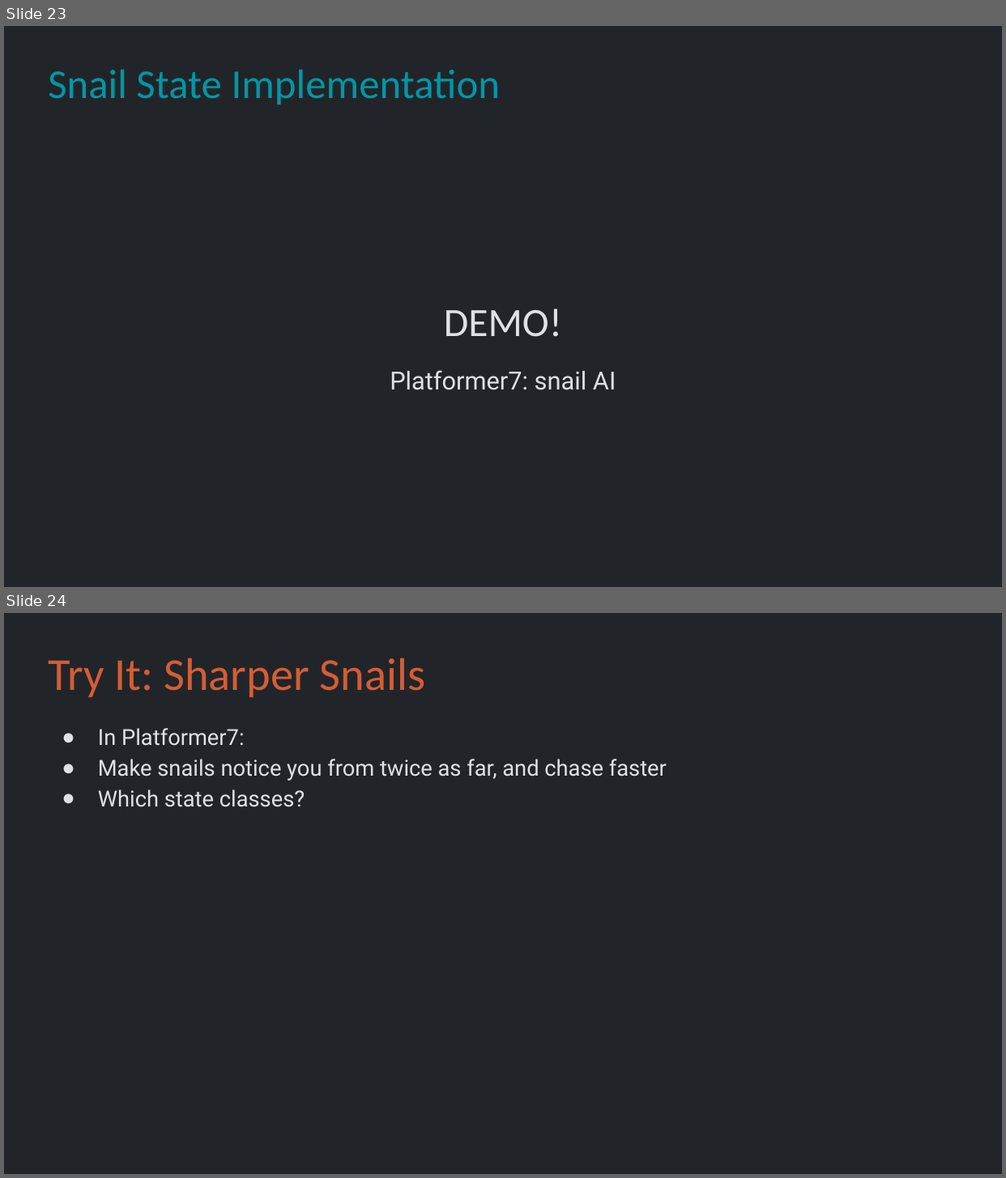
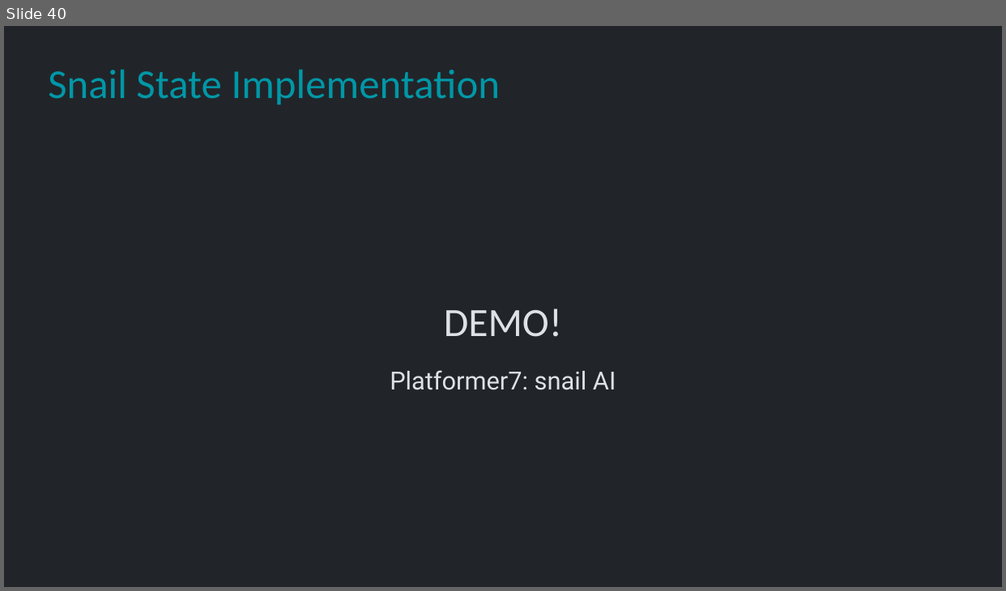
Before and after one commit to Metamate/gar, a slide deck: slides/06 Super Mario Bros.pptx. Shown one above the other, each under a label of ours: slides 23 and 24 before the commit, slide 40 after it. The pictures are 1006x1178 and 1006x591 pixels, drawn with LibreOffice and Linux fonts; fonts in the diff are those of the drawing. Boxes give left, top, right and bottom in pixels: in the first picture for what was removed or moved away, otherwise in the second. Text is boxed around its words. In the diff, an @@ line names an element or a change of style, - is before the commit and + after.

```diff
--- a/slides/06 Super Mario Bros.pptx
+++ b/slides/06 Super Mario Bros.pptx
@@ slide 24 removed at [4,613,1002,1174], background #212529 @@
@@ title removed at [48,658,425,697] @@
-Try It: Sharper Snails
@@ text removed at [98,728,667,807] @@
-● In Platformer7:
-● Make snails notice you from twice as far, and chase faster
-● Which state classes?
@@ what was slide 23 is now slide 40 @@
```
Also in this commit, not shown: 2 other slides removed, 20 other files.

· · · · ·

### What is needed
The material is to be reproduced verbatim, and no picture may appear in the copy.

### Task answer
Before and after one commit to Metamate/gar, a slide deck: slides/06 Super Mario Bros.pptx. Shown one above the other, each under a label of ours: slides 23 and 24 before the commit, slide 40 after it. The pictures are 1006x1178 and 1006x591 pixels, drawn with LibreOffice and Linux fonts; fonts in the diff are those of the drawing. Boxes give left, top, right and bottom in pixels: in the first picture for what was removed or moved away, otherwise in the second. Text is boxed around its words. In the diff, an @@ line names an element or a change of style, - is before the commit and + after.

```diff
--- a/slides/06 Super Mario Bros.pptx
+++ b/slides/06 Super Mario Bros.pptx
@@ slide 24 removed at [4,613,1002,1174], background #212529 @@
@@ title removed at [48,658,425,697] @@
-Try It: Sharper Snails
@@ text removed at [98,728,667,807] @@
-● In Platformer7:
-● Make snails notice you from twice as far, and chase faster
-● Which state classes?
@@ what was slide 23 is now slide 40 @@
```
Also in this commit, not shown: 2 other slides removed, 20 other files.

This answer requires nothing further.